1. Mega-units : This refers to spacing units that are greater than 1280 acres, generally 2560 acres. Several wells have already been drilled on 2560-acre spacing. [For basics in Bakken spacing, click on FAQs at the top of this page, or click here.]
2. I count no less than seven (7) 2560-acre units in the "Whiting-owned Sanish oil field." These are all 2-section x 2-section units and all wells are short laterals or the standard "long laterals," no super-long laterals. [And, of course, there would not be, in a 2 x 2 configuration.]
- There are six wells in one of these units; all are short laterals with one still confidential, and one being drilled.
- On the second 2560-acre unit, there are four wells, all producing, all short laterals.
- On the third 2560-acre unit, there are three wells, ditto.
- On the fourth 2560-acre unit, there are three wells, all producing, all long laterals.
- On the fifth 2560-acre unit, there are two wells, ditto.
- On the sixth 2560-acre unit, there are two wells producing, both long laterals; and, two being drilled.
- On the seventh 2560-acre unit, there are two long laterals producing, two short laterals producing, and one still on the confidential list.
- Some are not yet drilled on.
- I was able to find two such units with wells, but they were both standard long laterals (file numbers: 17742, 17292, and 17432) all in the North Fork oil field.
- There are no horizontals longer than the "standard" long lateral.
- There are reports that EOG will drill a 1600-acre space well with a 2.5 mile lateral.
- With 640-acre spacing, it was easy to tell if a well was being drilled in the section where you owned minerals. Now, with 2560-acre spacing, your 10 acres might be in a section that is three sections (or even four sections) from the well itself.
- With 640-acre spacing, you might not receive any royalties even if your minerals were just feet away from a well. Now, with 2560-acre spacing, you might end up with a few royalty dollars from a well that is spudded almost four miles away from your acreage. At least that's what others are saying.
6. These very long laterals would require significantly more fracture stages.
7. Pending 1280-acre units: Take a look at Case Number 12245, Order 14497, March 23, 2010, of the North Dakota Industrial Commission by clicking here. In one order, the NDIC authorized the drilling of approximately 1,525 horizontal wells on that number of 1280-acre spacing units. This affected 85 (if I counted correctly) townships across North Dakota and there were eighteen (18) spacing units of 1280 acres each in every one of these townships with exception of but a handful.

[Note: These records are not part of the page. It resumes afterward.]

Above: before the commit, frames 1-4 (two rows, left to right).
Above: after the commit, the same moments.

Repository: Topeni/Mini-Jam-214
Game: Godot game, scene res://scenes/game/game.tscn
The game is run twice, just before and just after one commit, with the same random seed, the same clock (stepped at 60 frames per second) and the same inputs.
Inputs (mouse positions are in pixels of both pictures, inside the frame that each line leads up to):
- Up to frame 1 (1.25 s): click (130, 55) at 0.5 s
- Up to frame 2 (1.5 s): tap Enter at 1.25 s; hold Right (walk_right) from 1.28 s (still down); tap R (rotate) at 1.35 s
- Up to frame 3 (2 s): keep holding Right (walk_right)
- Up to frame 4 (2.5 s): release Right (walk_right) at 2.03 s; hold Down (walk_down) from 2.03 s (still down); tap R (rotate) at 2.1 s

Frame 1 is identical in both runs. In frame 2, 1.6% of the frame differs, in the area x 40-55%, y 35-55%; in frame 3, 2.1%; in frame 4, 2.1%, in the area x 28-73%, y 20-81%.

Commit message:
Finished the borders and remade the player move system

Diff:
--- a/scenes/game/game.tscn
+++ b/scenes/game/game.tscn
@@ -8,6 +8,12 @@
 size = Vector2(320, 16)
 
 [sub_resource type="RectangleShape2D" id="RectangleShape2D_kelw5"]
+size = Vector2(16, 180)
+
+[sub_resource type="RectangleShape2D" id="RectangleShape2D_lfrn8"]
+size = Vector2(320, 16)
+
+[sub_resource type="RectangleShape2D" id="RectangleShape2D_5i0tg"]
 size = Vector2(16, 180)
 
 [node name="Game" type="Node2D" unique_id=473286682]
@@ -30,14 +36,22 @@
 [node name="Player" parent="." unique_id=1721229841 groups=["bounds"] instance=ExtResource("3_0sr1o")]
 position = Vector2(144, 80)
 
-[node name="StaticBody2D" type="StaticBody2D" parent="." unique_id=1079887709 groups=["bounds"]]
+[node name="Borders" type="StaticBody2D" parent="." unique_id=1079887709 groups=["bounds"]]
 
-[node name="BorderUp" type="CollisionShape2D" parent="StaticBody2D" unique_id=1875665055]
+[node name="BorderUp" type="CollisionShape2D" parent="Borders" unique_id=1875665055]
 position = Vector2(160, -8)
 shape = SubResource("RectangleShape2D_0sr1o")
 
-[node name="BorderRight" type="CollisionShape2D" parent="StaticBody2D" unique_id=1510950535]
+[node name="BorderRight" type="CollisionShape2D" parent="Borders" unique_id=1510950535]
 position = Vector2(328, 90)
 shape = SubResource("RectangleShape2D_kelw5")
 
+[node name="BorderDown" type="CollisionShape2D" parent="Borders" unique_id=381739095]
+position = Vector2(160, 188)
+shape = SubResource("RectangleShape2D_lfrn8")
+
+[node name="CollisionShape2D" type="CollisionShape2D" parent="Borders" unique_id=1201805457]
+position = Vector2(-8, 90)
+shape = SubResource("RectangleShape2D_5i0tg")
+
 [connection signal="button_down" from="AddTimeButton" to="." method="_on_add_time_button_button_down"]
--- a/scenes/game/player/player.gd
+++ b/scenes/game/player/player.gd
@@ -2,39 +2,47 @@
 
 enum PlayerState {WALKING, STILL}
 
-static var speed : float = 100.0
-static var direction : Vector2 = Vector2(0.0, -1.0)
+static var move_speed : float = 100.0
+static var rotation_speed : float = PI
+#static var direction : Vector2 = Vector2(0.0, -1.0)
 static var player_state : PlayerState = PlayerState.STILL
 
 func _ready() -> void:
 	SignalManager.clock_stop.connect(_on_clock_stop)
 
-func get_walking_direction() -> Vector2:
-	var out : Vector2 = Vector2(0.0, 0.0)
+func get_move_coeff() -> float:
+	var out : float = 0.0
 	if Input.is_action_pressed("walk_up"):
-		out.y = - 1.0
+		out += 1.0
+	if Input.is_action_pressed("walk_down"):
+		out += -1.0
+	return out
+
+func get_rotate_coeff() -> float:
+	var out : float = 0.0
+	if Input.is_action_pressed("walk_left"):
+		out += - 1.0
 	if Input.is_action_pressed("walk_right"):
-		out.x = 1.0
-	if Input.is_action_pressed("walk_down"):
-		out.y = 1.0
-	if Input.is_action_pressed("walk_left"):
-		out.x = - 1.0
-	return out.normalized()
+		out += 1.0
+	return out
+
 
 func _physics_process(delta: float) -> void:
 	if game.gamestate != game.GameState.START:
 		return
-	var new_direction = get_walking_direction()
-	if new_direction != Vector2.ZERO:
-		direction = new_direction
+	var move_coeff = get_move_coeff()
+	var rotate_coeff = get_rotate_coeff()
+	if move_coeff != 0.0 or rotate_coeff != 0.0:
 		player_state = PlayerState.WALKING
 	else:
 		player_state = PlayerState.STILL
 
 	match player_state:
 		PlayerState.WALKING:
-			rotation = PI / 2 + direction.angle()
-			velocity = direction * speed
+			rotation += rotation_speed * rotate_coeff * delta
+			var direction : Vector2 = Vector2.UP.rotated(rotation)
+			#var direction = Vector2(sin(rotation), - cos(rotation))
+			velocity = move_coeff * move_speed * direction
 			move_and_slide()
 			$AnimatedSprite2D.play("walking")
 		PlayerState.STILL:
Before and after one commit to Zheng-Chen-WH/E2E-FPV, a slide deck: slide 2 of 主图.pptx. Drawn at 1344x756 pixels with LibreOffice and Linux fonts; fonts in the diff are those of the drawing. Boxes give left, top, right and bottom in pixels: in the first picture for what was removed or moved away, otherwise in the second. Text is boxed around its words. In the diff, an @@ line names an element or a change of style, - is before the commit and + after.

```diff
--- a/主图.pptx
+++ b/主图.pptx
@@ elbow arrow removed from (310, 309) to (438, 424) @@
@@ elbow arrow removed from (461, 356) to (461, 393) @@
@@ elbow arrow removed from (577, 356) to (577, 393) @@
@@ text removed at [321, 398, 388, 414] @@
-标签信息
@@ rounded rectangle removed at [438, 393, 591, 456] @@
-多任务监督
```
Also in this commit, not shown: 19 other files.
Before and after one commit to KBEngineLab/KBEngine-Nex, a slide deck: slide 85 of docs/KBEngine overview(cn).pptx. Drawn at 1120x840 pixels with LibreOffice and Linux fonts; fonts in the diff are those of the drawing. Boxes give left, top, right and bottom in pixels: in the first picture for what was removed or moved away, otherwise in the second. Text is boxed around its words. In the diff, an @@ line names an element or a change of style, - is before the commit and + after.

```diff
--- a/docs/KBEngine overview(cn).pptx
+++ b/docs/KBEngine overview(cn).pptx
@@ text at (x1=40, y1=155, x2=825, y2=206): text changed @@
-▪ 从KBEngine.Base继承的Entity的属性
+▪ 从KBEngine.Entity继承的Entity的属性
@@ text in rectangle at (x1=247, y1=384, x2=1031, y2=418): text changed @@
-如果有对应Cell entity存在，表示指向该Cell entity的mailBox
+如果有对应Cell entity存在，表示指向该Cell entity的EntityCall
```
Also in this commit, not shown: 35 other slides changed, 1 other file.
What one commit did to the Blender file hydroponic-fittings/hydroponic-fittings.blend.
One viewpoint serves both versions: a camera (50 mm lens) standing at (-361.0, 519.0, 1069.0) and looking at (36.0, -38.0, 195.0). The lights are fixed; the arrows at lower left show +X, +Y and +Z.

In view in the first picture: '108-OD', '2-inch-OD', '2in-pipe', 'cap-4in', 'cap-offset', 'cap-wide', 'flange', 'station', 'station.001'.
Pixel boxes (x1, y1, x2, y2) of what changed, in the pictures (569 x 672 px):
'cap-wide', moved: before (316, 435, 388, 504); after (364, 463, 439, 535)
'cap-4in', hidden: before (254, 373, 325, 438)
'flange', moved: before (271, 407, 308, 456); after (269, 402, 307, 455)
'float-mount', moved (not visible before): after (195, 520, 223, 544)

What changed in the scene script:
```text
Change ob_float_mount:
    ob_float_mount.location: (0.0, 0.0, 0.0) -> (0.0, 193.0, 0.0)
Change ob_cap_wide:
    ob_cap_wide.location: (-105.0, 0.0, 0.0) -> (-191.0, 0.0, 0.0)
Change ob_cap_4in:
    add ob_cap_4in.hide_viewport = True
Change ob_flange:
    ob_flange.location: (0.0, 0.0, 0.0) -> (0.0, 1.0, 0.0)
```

8. Pending 2560-acre units: A similar case to authorize "across the board" 2560-acre spacing units was not approved by the commission. Requests to approve 2560-acre spacing units will be considered on a case-by-case basis. (Case 12244, Order 14496)
9. It is assumed that multi-well pads would be the norm for mega-pads, but I'm not sure that will be true in all cases.
- A 2-section by 2-section 2560-acre unit lends itself well to an Eco-Pad, two laterals going north and two laterals going south, for example. Even a 1-section by 4-section unit can be exploited with "standard" long laterals by placing the multi-well pad between the second and the third section, again with two laterals going one direction and two laterals going the opposite direction.
- However, some are suggesting that it is possible that a 4-mile lateral could be drilled from one end of the 1 x 4 mega-unit. I thought this was crazy but apparently it's been done elsewhere, and the deep water wells have horizontals that go that distance. It would require a different kind of rig than what is currently available in North Dakota.
11. By the way, has anyone ever wondered how they know where these horizontal well bore heads actually go? GPS technology is used and NDIC knows exactly where these horizontals are.
12. Going back to paragraph 2 above: I noted that one 2560-acre unit had six wells, all short laterals. The NDGS estimates the EUR by county (ultimately by section), whereas oil well companies estimate EURs per well. In an earlier post, I calculated that the EUR/section in the Sanish is about 350,000 bbls according to NDGS numbers. So, these four sections have a EUR of about 1.4 million barrels. But 1.4 million/6 wells = 233,000 bbls/well, far less than the 500,000 to 750,000 bbls EUR/well that oil companies forecast for wells in prolific oil fields like the Sanish. Worse, if some of these wells are targeting the TFS and some the Middle Bakken, the numbers are even farther apart. I remain confused.
- If each of those six wells produces 200,000 bbls overs its lifetime, that equals 1.2 million bbls. At $50/bbl, that equals $60 million for the six wells which would have cost about $36 million.
- If each of those six wells produces 400,000 bbls over its lifetime that works out to $120 million at $50/bbl. Remember, the oil companies opine up to 750,000 bbls/well EUR in these most prolific fields.
- On the other hand, if the four sections produce a total of 1.4 million bbls (NDGS estimates, as I calculate them), that amounts to about $70 million at $50/bbl.
- It's a crap shoot. Even the SEC agrees.